(Dataset items)
^^^^^^^^^^^^^^^^

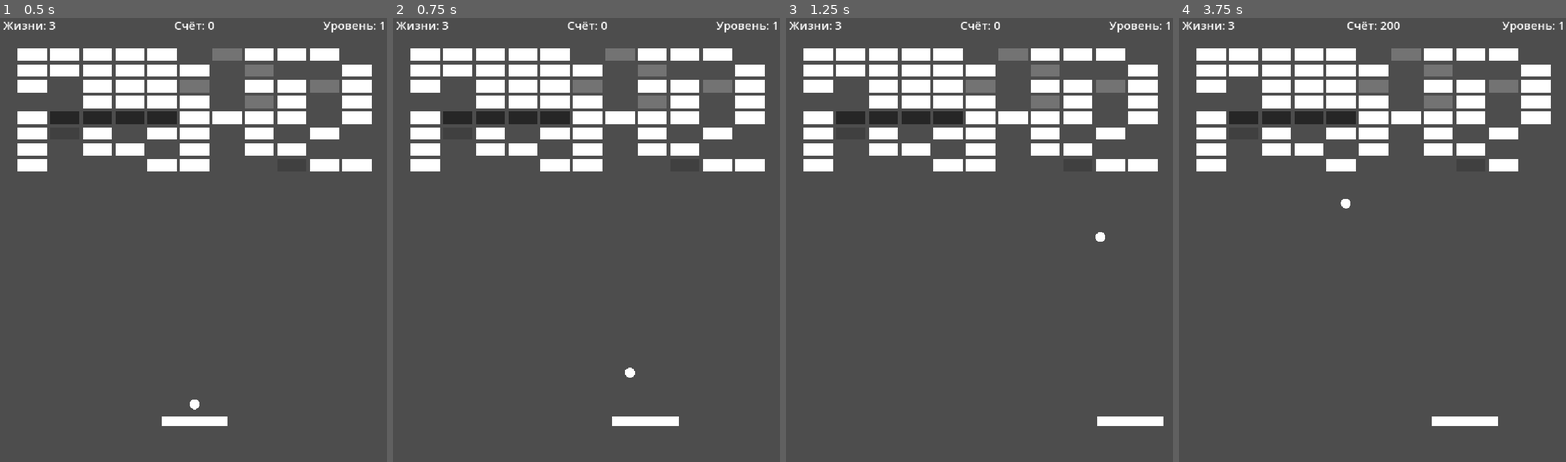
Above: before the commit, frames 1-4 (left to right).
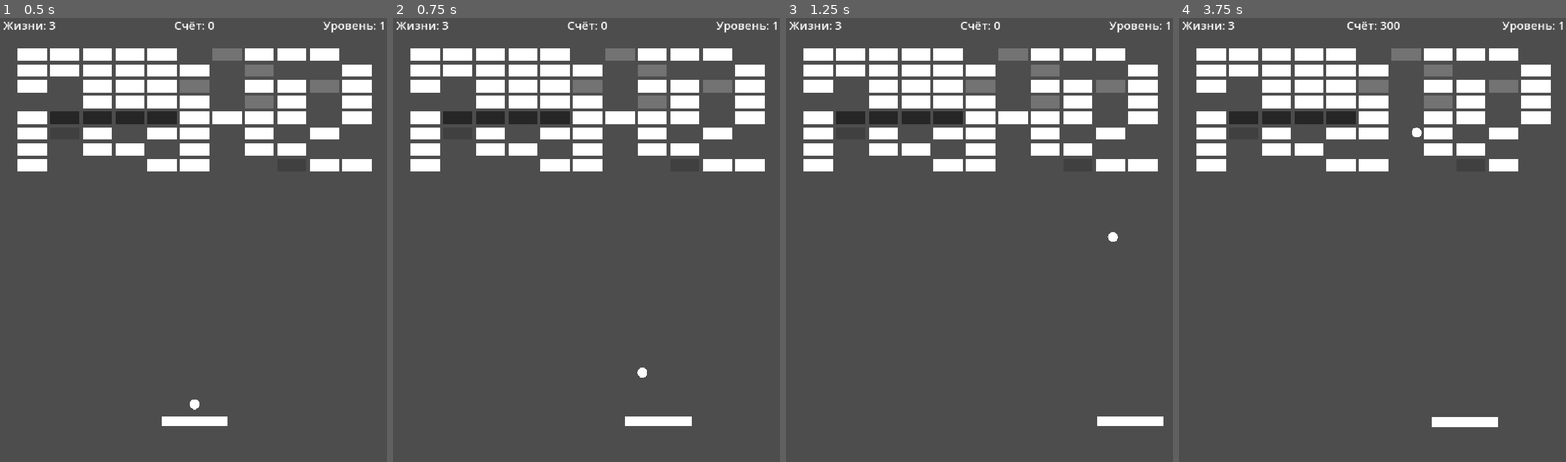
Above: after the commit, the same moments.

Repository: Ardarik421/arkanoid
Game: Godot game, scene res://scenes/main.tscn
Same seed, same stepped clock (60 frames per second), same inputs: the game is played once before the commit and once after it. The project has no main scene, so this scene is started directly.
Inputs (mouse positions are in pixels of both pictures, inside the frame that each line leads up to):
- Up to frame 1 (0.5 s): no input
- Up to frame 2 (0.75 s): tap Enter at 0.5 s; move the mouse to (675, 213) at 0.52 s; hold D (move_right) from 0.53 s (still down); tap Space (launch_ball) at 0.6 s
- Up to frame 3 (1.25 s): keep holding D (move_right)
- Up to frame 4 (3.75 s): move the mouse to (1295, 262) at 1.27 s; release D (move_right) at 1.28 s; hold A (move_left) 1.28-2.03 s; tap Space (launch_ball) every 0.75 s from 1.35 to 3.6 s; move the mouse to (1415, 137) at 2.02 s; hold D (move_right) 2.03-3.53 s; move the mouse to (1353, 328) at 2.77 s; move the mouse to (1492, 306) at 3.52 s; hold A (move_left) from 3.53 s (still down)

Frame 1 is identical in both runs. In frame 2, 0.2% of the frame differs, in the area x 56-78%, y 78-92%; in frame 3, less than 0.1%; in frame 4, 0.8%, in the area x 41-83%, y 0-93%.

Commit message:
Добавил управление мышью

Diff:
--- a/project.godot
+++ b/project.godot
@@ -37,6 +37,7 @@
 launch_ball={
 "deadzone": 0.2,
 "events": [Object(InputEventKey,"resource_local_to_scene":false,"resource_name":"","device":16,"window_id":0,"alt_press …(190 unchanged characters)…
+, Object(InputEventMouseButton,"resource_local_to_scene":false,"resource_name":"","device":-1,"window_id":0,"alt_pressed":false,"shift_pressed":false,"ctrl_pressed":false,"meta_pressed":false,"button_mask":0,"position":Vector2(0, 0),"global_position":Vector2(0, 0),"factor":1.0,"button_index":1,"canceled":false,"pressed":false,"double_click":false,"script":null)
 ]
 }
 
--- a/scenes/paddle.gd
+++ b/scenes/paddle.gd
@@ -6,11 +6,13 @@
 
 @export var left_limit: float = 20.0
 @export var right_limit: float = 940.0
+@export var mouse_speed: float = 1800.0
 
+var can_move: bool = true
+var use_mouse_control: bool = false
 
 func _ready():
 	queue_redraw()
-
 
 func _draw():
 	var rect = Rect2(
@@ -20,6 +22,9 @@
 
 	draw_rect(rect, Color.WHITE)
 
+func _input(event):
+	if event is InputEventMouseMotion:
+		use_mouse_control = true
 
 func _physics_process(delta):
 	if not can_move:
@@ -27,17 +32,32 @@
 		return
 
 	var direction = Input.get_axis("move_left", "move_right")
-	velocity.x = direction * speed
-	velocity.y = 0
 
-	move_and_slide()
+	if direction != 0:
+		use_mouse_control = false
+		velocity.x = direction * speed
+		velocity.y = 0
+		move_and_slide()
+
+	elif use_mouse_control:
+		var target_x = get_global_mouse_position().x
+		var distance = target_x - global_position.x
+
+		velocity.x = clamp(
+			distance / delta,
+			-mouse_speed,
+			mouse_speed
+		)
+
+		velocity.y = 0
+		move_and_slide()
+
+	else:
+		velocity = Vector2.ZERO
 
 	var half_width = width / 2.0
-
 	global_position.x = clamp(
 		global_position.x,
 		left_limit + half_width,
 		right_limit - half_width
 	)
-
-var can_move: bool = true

^^^^^^^^^^^^^^^^

→ Directions for this task:
Using the entries, count how many lines contain the string "func". Write only the number.

→ Solution:
4